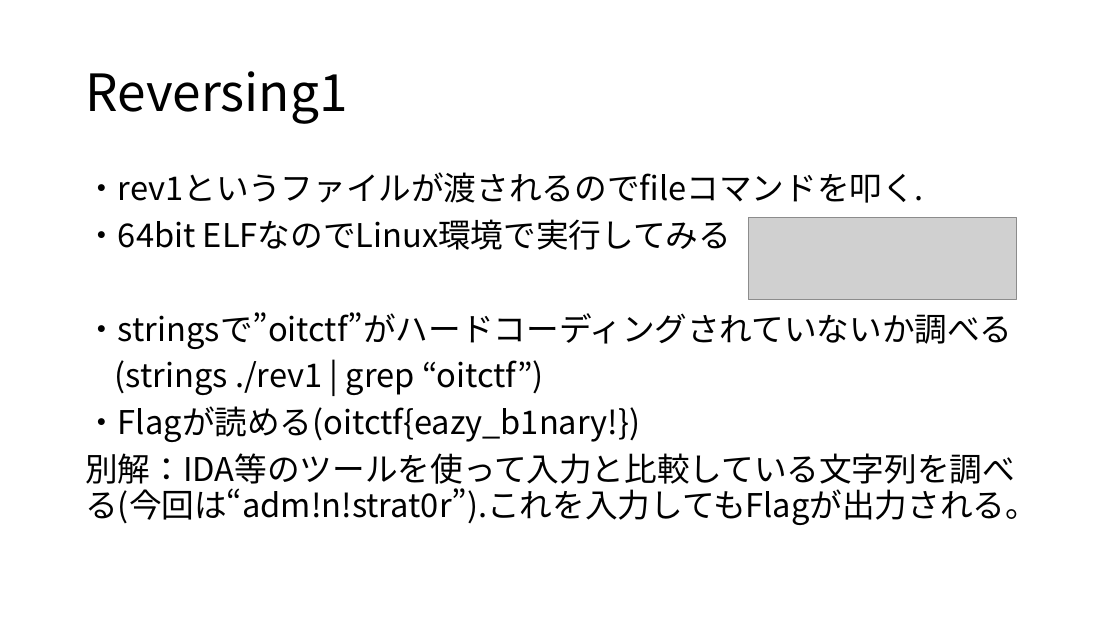
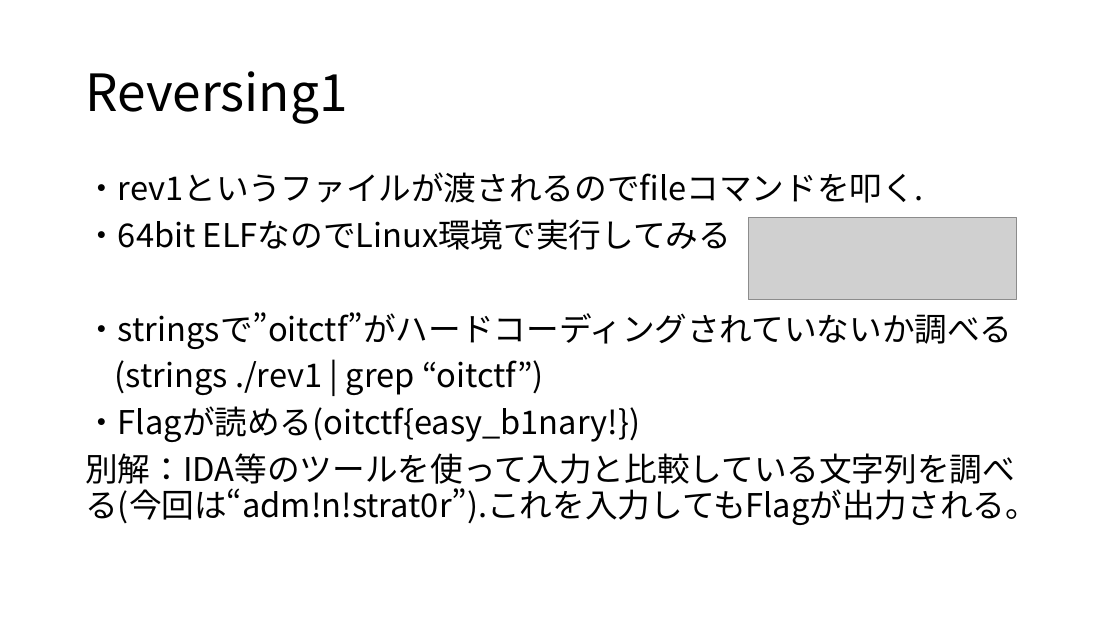
Before and after one commit to narupi/OITBeginnersCTF, a slide deck: slide 2 of Writeup.pptx. Drawn at 1120x630 pixels with LibreOffice and Linux fonts; fonts in the diff are those of the drawing; grey boxes stand for pictures. Boxes give left, top, right and bottom in pixels: in the first picture for what was removed or moved away, otherwise in the second. Text is boxed around its words. In the diff, an @@ line names an element or a change of style, - is before the commit and + after.

```diff
--- a/Writeup.pptx
+++ b/Writeup.pptx
@@ text at [85, 406, 640, 442]: text changed @@
-・Flagが読める(oitctf{eazy_b1nary!})
+・Flagが読める(oitctf{easy_b1nary!})
```
Also in this commit, not shown: 4 other files.
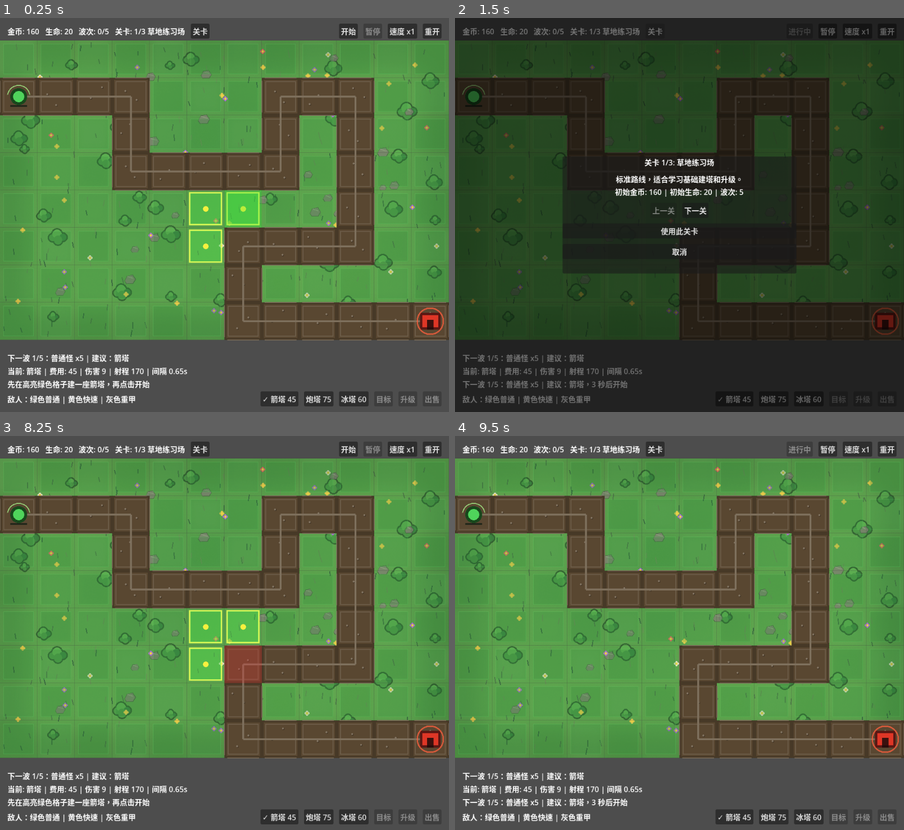
Above: before the commit, frames 1-4 (two rows, left to right).
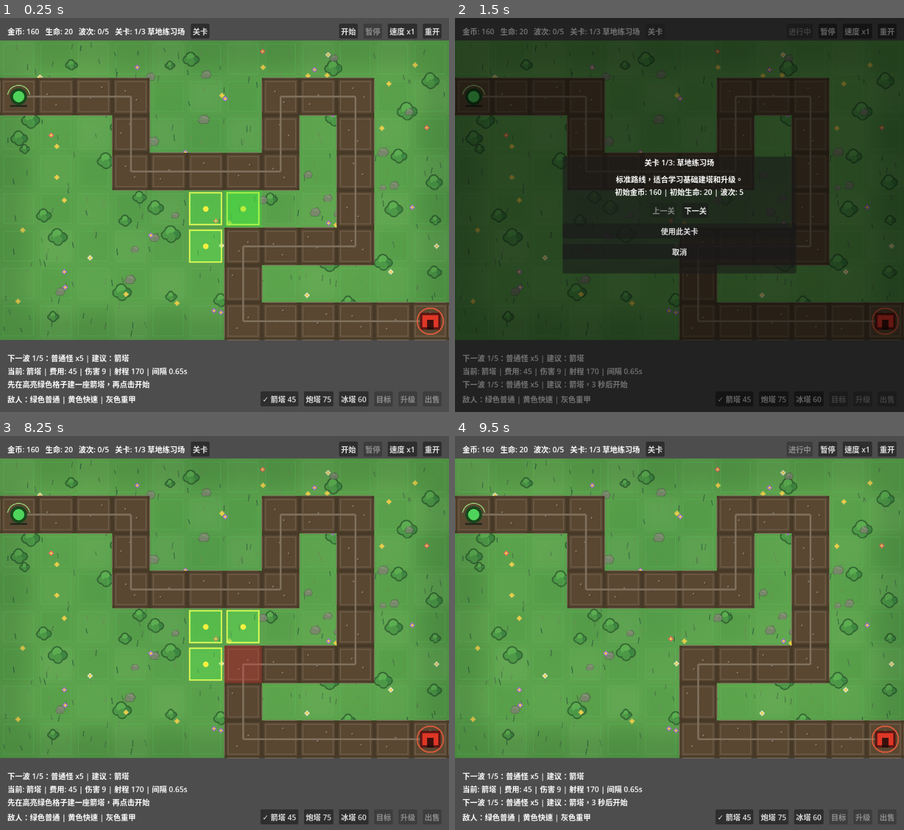
Above: after the commit, the same moments.

Repository: liang04/TowerDefense
Game: Godot game, scene res://scenes/main.tscn
Same seed, same stepped clock (60 frames per second), same inputs: the game is played once before the commit and once after it.
Inputs:
- Up to frame 1 (0.25 s): no input
- Up to frame 2 (1.5 s): click "开始" at 0.5 s; click "关卡" at 1.25 s
- Up to frame 3 (8.25 s): click "暂停" at 2 s; click "速度 x1" at 2.75 s; click "重开" at 3.5 s; click "✓ 箭塔 45" at 4.25 s; click "炮塔 75" at 5 s; click "冰塔 60" at 5.75 s; click "下一关" at 6.5 s; click "上一关" at 7.25 s; click "使用此关卡" at 8 s
- Up to frame 4 (9.5 s): click "开始" at 8.75 s

The runs differ from the first frame. In frame 1, 0.4% of the frame differs, in the area x 3-100%, y 7-82%; in frame 2, less than 0.1%; in frame 3, 0.4%; in frame 4, 0.4%.

Commit message:
perf/polish: 精灵 mipmap、落地阴影、Y 轴排序、背景图叠层优化
- 精灵生成 mipmap 并用 LINEAR_WITH_MIPMAPS 过滤，消除 128px 源图缩小
  显示时的锯齿/闪烁
- 敌人/塔脚下加椭圆落地阴影（z_index=-1），增强立体感
- 塔与敌人按 Y 轴跨容器排序（靠下者在前），子弹/特效用高 z 始终置顶
- 有背景图时不画网格线、可建造格只描边不铺色，让美术充分显示

Diff:
--- a/scripts/enemy.gd
+++ b/scripts/enemy.gd
@@ -35,6 +35,7 @@
 	if _waypoints.size() > 0:
 		global_position = _waypoints[0]
 		_current_wp_index = 1
+	add_child(SpriteLibrary.make_shadow(15.0, 6.0, 16.0))
 	_setup_sprite()
 
 ## 若存在对应 PNG 帧则用 AnimatedSprite2D 渲染，否则回退到 _draw()
@@ -45,6 +46,7 @@
 	_anim = AnimatedSprite2D.new()
 	_anim.sprite_frames = frames
 	_anim.scale = Vector2.ONE * SpriteLibrary.get_enemy_scale(enemy_type)
+	_anim.texture_filter = CanvasItem.TEXTURE_FILTER_LINEAR_WITH_MIPMAPS
 	# 置于父节点之后绘制，使血条/减速光圈叠加在精灵之上
 	_anim.show_behind_parent = true
 	add_child(_anim)
--- a/scripts/main.gd
+++ b/scripts/main.gd
@@ -32,6 +32,7 @@
 func _ready() -> void:
 	process_mode = Node.PROCESS_MODE_ALWAYS
 	_set_gameplay_nodes_pausable()
+	_setup_render_order()
 	_setup_ambiance()
 	# 连接信号
 	GameManager.game_over.connect(_on_game_over)
@@ -46,6 +47,15 @@
 	var ambiance := CanvasModulate.new()
 	ambiance.color = GameManager.get_level_ambient_color()
 	add_child(ambiance)
+
+## 渲染顺序：塔与敌人按 Y 轴跨容器排序（靠下者绘制在前），
+## 子弹与特效用更高 z 始终置顶，地图保持在最底层
+func _setup_render_order() -> void:
+	y_sort_enabled = true
+	towers_container.y_sort_enabled = true
+	enemies_container.y_sort_enabled = true
+	projectiles_container.z_index = 5
+	effects_container.z_index = 6
 
 ## ---- 世界特效 ----
 
@@ -389,8 +399,14 @@
 					var x := float(blade * 5 - 5)
 					draw_line(pos + Vector2(x, 5), pos + Vector2(x + 2, -5), grass_color, 1.6)
 
+## 是否使用了关卡背景图（缓存命中，开销可忽略）
+func _has_background_image() -> bool:
+	return _get_map_background_texture() != null
+
 func _draw_buildable_cells() -> void:
 	var buildable_color := GameManager.get_level_buildable_color()
+	# 有背景图时只描边、不铺色，避免遮住美术
+	var fill := not _has_background_image()
 	for row in range(GameManager.GRID_ROWS):
 		for col in range(GameManager.GRID_COLS):
 			var cell := Vector2i(col, row)
@@ -403,7 +419,8 @@
 				GameManager.CELL_SIZE - 16,
 				GameManager.CELL_SIZE - 16
 			)
-			draw_rect(rect, buildable_color)
+			if fill:
+				draw_rect(rect, buildable_color)
 			draw_rect(rect, Color(0.37, 0.85, 0.42, 0.28), false, 1.0)
 
 func _draw_tutorial_recommendations() -> void:
@@ -430,6 +447,9 @@
 		draw_circle(center, 6.0, Color(1.0, 0.95, 0.25, 0.95))
 
 func _draw_grid() -> void:
+	# 有背景图时不画网格线，避免在美术上叠加"线框"观感
+	if _has_background_image():
+		return
 	# 绘制网格线
 	for col in range(GameManager.GRID_COLS + 1):
 		var x := col * GameManager.CELL_SIZE
--- a/scripts/sprite_library.gd
+++ b/scripts/sprite_library.gd
@@ -89,4 +89,19 @@
 	var image := Image.new()
 	if image.load_png_from_buffer(bytes) != OK:
 		return null
+	# 生成 mipmap：源图 128px 会被缩小显示，无 mipmap 时移动会产生锯齿/闪烁
+	image.generate_mipmaps()
 	return ImageTexture.create_from_image(image)
+
+## 生成一个椭圆落地阴影节点（z_index = -1，绘制在单位精灵下方），增强立体感
+static func make_shadow(radius_x: float, radius_y: float, y_offset: float) -> Polygon2D:
+	var shadow := Polygon2D.new()
+	var points := PackedVector2Array()
+	var steps := 18
+	for i in range(steps):
+		var angle := TAU * float(i) / float(steps)
+		points.append(Vector2(cos(angle) * radius_x, sin(angle) * radius_y + y_offset))
+	shadow.polygon = points
+	shadow.color = Color(0, 0, 0, 0.22)
+	shadow.z_index = -1
+	return shadow
--- a/scripts/tower.gd
+++ b/scripts/tower.gd
@@ -54,6 +54,7 @@
 ## ---- 生命周期 ----
 func _ready() -> void:
 	_apply_config()
+	add_child(SpriteLibrary.make_shadow(20.0, 8.0, 22.0))
 	_setup_sprite()
 
 ## 若存在对应 PNG 帧则用 AnimatedSprite2D 渲染，否则回退到 _draw()
@@ -64,6 +65,7 @@
 	_anim = AnimatedSprite2D.new()
 	_anim.sprite_frames = frames
 	_anim.scale = Vector2.ONE * SpriteLibrary.get_tower_scale(tower_type)
+	_anim.texture_filter = CanvasItem.TEXTURE_FILTER_LINEAR_WITH_MIPMAPS
 	# 置于父节点之后绘制，使等级点/射程圈/攻击线叠加在精灵之上
 	_anim.show_behind_parent = true
 	add_child(_anim)
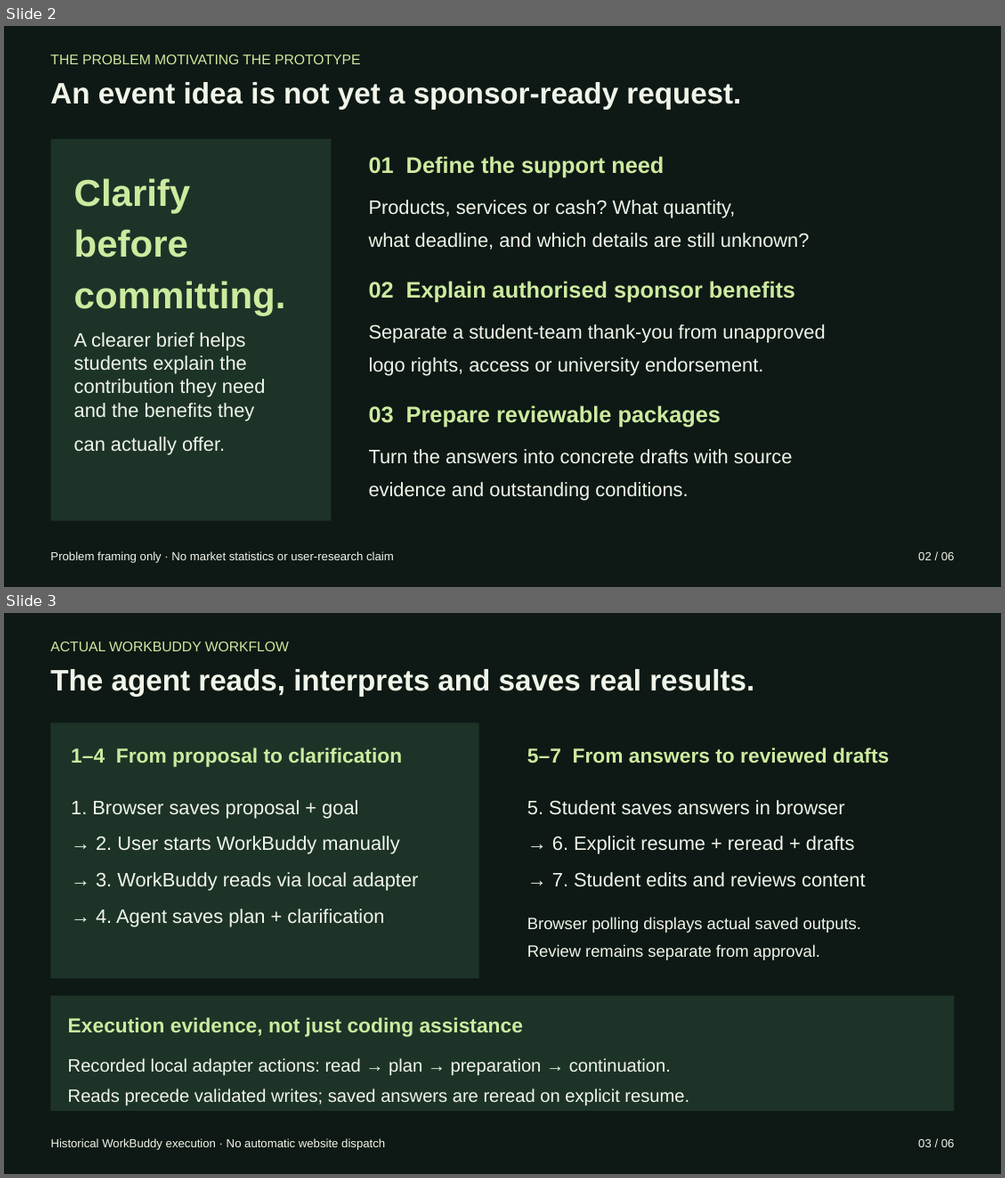
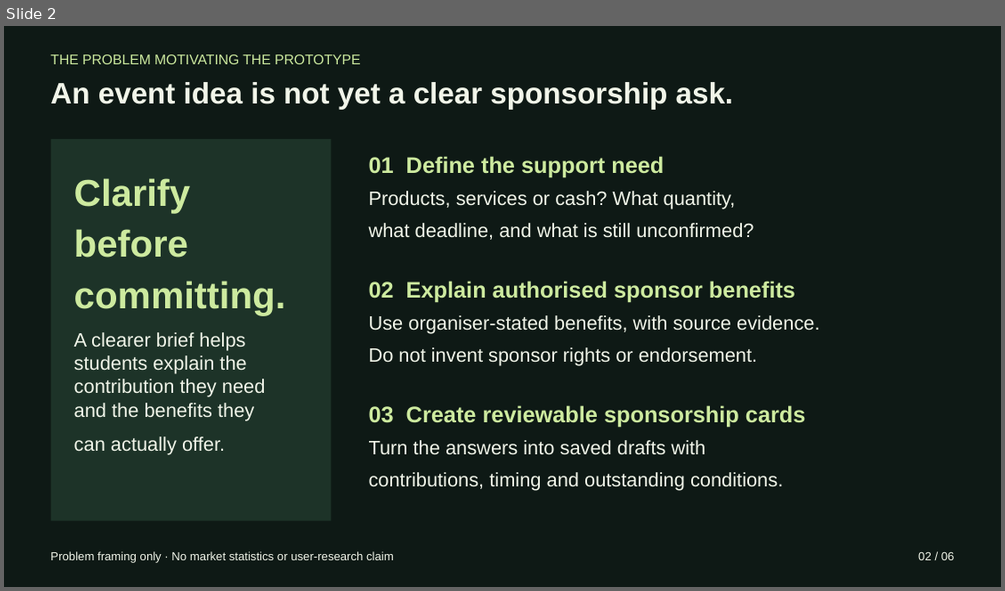
Before and after one commit to ryuhanbin/sponsorbridge-hackathon, a slide deck: slides/SponsorBridge-pitch.pptx. Shown one above the other, each under a label of ours: slides 2 and 3 before the commit, slide 2 after it. The pictures are 1005x1178 and 1005x591 pixels, drawn with LibreOffice and Linux fonts; fonts in the diff are those of the drawing. Boxes give left, top, right and bottom in pixels: in the first picture for what was removed or moved away, otherwise in the second. Text is boxed around its words. In the diff, an @@ line names an element or a change of style, - is before the commit and + after.

```diff
--- a/slides/SponsorBridge-pitch.pptx
+++ b/slides/SponsorBridge-pitch.pptx
@@ slide 3 removed at bbox=[4, 613, 1001, 1174], background #FFFFFF @@
@@ rectangle removed at bbox=[4, 613, 1001, 1174] @@
@@ text removed at bbox=[50, 641, 289, 651] @@
-ACTUAL WORKBUDDY WORKFLOW
@@ text removed at bbox=[50, 669, 754, 696] @@
-The agent reads, interprets and saves real results.
@@ rectangle removed at bbox=[50, 723, 479, 979] @@
@@ text removed at bbox=[71, 747, 402, 767] @@
-1–4 From proposal to clarification
@@ text removed at bbox=[527, 747, 889, 763] @@
-5–7 From answers to reviewed drafts
@@ text removed at bbox=[71, 800, 418, 926] @@
-1. Browser saves proposal + goal
-→ 2. User starts WorkBuddy manually
-→ 3. WorkBuddy reads via local adapter
-→ 4. Agent saves plan + clarification
@@ text removed at bbox=[527, 800, 866, 887] @@
-5. Student saves answers in browser
-→ 6. Explicit resume + reread + drafts
-→ 7. Student edits and reviews content
@@ text removed at bbox=[527, 916, 861, 960] @@
-Browser polling displays actual saved outputs.
-Review remains separate from approval.
@@ rectangle removed at bbox=[50, 995, 954, 1111] @@
@@ text removed at bbox=[68, 1017, 523, 1037] @@
-Execution evidence, not just coding assistance
@@ text removed at bbox=[68, 1058, 689, 1105] @@
-Recorded local adapter actions: read → plan → preparation → continuation.
-Reads precede validated writes; saved answers are reread on explicit resume.
@@ text removed at bbox=[51, 1138, 385, 1150] @@
-Historical WorkBuddy execution · No automatic website dispatch
@@ text removed at bbox=[918, 1138, 955, 1147] @@
-03 / 06
@@ slide 2 changed as well @@
@@ text at bbox=[50, 82, 734, 109]: text changed @@
-An event idea is not yet a sponsor-ready request.
+An event idea is not yet a clear sponsorship ask.
@@ text at bbox=[369, 191, 753, 240]: text changed @@
-Products, services or cash? What quantity,
-what deadline, and which details are still unknown?
+Products, services or cash? What quantity,
+what deadline, and what is still unconfirmed?
@@ text at bbox=[369, 315, 819, 366]: text changed @@
-Separate a student-team thank-you from unapproved
-logo rights, access or university endorsement.
+Use organiser-stated benefits, with source evidence.
+Do not invent sponsor rights or endorsement.
@@ text at bbox=[369, 405, 806, 426]: text changed @@
-03 Prepare reviewable packages
+03 Create reviewable sponsorship cards
@@ text at bbox=[369, 440, 783, 491]: text changed @@
-Turn the answers into concrete drafts with source
-evidence and outstanding conditions.
+Turn the answers into saved drafts with
+contributions, timing and outstanding conditions.
```
Also in this commit, not shown: 3 other slides changed, 2 slides added, 1 other slide removed.

- [EXERCISE DESCRIPTION]: Gather all lines from the records above in which "conditions" appears.

- [WRITTEN REPLY]:
-evidence and outstanding conditions.
+contributions, timing and outstanding conditions.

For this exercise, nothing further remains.